→ **EXERCISE INSTRUCTIONS**:
For the word "screws", state the number of lines in the data that contain it, and nothing else.

→ **INFORMATION**:
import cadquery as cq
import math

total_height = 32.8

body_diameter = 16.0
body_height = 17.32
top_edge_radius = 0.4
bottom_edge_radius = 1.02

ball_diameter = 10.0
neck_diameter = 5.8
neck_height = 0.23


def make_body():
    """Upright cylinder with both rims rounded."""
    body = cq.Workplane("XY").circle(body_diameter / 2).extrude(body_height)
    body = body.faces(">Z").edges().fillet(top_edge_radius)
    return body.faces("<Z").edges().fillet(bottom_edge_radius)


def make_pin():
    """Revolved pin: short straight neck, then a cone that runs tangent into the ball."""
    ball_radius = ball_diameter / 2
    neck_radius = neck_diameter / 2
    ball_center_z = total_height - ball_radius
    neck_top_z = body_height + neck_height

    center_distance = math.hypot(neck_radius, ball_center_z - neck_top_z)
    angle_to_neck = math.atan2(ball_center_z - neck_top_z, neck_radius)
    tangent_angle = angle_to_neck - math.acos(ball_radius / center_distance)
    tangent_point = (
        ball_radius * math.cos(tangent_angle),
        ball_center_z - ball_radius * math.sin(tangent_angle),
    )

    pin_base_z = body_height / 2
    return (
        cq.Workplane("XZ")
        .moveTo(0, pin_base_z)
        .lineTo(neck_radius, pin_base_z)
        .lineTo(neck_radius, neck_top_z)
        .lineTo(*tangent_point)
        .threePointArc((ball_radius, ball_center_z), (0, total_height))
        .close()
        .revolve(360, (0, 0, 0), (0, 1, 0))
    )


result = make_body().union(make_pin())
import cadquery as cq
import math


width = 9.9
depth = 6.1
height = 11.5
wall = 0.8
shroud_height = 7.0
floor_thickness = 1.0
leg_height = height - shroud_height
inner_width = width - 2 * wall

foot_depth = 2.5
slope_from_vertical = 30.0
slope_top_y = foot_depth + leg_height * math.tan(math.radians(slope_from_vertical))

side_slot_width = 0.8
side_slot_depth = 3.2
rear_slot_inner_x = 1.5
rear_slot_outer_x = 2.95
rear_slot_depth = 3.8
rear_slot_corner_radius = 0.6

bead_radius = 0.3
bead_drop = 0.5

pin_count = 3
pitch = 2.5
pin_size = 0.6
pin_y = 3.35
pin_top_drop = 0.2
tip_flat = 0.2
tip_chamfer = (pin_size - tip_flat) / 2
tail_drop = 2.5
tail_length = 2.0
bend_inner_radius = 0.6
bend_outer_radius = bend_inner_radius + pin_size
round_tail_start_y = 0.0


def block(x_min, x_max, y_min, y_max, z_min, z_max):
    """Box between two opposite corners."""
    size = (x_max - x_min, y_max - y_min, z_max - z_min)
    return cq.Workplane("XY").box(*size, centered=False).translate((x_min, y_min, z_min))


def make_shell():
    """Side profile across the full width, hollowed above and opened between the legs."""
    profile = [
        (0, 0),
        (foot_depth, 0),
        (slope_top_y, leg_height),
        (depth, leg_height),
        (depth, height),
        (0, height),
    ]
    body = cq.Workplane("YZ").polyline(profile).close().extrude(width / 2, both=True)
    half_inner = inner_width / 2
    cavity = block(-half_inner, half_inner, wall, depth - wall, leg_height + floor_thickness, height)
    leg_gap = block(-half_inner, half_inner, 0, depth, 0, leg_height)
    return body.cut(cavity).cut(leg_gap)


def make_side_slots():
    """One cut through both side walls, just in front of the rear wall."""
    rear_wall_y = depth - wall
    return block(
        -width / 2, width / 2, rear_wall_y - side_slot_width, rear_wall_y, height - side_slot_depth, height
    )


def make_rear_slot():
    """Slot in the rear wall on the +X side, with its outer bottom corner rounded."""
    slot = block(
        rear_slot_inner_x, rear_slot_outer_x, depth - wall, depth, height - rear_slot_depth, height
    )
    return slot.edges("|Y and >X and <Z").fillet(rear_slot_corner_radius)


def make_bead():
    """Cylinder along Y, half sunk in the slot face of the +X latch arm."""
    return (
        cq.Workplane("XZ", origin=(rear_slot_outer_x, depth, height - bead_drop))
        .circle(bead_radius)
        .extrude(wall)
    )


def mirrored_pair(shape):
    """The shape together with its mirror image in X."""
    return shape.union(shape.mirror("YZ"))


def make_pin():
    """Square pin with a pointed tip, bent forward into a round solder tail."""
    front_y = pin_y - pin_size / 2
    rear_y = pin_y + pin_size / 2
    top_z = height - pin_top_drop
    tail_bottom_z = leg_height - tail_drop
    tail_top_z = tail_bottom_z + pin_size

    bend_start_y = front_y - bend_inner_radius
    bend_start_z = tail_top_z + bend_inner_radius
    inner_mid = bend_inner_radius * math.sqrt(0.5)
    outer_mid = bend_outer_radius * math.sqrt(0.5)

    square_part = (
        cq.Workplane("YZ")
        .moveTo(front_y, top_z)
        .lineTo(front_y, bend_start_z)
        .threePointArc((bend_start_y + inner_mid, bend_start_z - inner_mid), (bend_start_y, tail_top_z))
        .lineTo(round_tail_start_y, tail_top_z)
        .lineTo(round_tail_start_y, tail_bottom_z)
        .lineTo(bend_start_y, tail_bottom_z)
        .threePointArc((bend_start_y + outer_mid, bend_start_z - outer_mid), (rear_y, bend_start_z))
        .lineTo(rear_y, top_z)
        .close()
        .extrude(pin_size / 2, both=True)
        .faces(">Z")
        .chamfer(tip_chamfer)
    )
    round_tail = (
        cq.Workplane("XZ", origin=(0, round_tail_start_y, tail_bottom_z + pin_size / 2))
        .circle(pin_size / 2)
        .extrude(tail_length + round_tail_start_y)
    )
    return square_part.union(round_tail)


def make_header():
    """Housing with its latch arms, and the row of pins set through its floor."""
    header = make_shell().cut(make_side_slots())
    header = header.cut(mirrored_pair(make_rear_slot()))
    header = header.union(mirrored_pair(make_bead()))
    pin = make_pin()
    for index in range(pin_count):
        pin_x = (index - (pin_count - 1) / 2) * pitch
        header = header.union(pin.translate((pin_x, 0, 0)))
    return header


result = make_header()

---

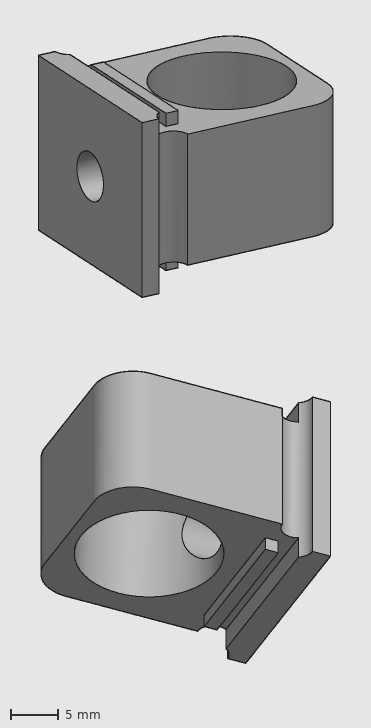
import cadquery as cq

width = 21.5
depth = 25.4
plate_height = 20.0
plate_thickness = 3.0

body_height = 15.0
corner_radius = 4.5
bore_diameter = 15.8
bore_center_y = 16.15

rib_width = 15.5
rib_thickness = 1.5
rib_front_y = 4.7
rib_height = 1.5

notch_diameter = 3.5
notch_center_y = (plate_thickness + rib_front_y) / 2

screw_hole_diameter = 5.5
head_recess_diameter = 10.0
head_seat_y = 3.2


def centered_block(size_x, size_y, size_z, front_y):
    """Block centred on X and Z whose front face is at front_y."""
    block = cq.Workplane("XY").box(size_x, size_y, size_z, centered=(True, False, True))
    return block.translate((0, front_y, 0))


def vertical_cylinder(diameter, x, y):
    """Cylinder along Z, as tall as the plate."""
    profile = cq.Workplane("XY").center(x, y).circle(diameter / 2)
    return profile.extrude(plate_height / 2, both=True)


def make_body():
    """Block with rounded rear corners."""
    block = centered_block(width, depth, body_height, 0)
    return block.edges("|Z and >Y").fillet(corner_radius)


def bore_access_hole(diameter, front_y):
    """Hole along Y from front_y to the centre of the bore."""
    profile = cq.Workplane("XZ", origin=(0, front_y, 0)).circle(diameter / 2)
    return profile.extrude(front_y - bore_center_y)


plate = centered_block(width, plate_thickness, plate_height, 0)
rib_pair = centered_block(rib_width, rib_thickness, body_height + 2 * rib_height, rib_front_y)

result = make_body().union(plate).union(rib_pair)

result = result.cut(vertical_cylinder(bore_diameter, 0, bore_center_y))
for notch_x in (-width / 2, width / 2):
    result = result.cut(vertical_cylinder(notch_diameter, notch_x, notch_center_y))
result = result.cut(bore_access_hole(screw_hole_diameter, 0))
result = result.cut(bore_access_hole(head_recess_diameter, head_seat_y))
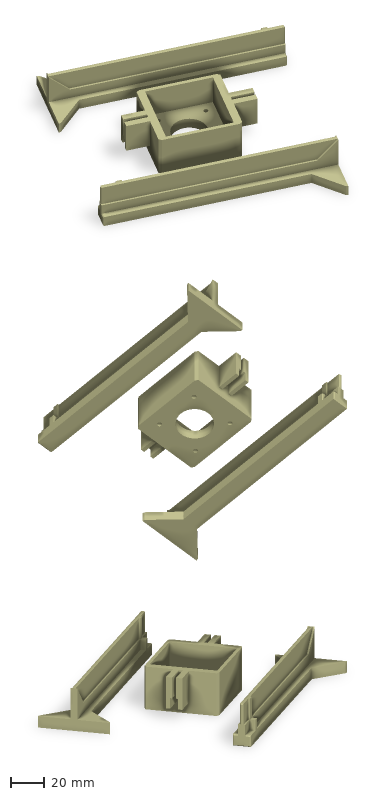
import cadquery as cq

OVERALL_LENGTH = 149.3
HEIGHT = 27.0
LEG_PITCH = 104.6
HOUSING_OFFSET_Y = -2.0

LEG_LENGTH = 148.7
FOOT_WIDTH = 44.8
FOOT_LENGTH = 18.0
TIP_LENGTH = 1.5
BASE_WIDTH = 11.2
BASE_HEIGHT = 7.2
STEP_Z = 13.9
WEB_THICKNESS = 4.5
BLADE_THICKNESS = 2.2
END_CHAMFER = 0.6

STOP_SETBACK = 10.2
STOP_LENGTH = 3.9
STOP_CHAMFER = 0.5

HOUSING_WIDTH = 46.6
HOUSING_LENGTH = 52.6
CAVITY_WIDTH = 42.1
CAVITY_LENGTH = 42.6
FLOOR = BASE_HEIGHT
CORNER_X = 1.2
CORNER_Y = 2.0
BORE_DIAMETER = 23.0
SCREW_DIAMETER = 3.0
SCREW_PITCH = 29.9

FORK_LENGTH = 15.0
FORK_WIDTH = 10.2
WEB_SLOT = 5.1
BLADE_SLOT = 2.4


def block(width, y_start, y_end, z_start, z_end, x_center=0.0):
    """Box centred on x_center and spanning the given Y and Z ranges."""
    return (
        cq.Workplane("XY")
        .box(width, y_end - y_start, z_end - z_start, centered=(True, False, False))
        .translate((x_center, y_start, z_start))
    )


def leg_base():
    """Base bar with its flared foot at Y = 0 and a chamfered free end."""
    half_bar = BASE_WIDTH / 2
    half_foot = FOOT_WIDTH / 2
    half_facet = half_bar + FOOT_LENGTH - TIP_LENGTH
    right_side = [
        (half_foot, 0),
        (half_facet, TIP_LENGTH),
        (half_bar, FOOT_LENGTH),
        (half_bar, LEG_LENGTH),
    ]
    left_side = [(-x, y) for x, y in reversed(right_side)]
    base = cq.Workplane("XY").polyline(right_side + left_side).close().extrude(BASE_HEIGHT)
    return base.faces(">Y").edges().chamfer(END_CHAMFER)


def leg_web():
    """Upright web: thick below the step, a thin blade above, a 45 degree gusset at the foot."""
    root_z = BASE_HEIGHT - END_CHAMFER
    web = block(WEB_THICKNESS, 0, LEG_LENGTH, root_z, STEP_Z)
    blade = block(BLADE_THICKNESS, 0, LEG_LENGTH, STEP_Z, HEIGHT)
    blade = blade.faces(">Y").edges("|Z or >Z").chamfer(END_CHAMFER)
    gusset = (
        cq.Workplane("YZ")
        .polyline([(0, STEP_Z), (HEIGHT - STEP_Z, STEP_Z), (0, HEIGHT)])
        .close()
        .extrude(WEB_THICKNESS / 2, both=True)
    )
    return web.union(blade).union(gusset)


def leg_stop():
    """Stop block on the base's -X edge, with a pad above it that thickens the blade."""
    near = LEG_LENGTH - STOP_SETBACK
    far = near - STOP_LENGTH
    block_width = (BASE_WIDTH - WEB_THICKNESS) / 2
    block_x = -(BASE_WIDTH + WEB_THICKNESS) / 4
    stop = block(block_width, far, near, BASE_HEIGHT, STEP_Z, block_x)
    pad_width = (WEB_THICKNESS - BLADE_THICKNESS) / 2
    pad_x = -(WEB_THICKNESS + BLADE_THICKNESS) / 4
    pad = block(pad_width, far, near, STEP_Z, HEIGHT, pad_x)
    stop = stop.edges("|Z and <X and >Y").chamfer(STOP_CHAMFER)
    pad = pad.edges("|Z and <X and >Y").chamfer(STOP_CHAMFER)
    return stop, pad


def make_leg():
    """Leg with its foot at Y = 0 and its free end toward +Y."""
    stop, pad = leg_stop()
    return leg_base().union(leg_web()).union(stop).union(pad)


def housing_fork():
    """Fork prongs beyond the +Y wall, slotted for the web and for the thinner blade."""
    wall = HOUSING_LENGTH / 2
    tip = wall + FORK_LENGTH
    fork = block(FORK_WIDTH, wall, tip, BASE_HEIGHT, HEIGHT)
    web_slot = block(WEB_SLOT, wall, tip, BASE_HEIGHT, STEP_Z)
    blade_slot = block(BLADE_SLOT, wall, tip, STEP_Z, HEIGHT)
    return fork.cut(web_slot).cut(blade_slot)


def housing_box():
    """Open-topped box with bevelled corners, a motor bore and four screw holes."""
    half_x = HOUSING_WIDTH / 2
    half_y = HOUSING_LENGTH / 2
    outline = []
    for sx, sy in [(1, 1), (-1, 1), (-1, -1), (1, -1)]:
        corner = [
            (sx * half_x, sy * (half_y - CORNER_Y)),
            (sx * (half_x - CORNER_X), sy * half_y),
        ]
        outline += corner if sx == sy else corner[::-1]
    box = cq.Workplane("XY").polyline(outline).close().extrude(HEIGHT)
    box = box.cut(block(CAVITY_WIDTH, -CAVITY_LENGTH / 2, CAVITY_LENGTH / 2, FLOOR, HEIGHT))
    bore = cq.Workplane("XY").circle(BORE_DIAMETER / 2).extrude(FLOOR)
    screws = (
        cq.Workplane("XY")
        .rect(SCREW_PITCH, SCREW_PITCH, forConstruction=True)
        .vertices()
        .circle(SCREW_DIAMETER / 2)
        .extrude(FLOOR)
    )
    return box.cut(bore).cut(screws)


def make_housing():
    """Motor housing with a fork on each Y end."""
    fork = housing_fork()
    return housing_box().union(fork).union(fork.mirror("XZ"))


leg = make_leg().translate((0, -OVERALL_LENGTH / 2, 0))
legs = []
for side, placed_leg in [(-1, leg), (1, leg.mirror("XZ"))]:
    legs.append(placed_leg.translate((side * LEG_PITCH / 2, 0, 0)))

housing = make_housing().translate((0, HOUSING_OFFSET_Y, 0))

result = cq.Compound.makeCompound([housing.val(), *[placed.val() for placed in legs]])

→ **RESULT FOR THIS TASK**:
2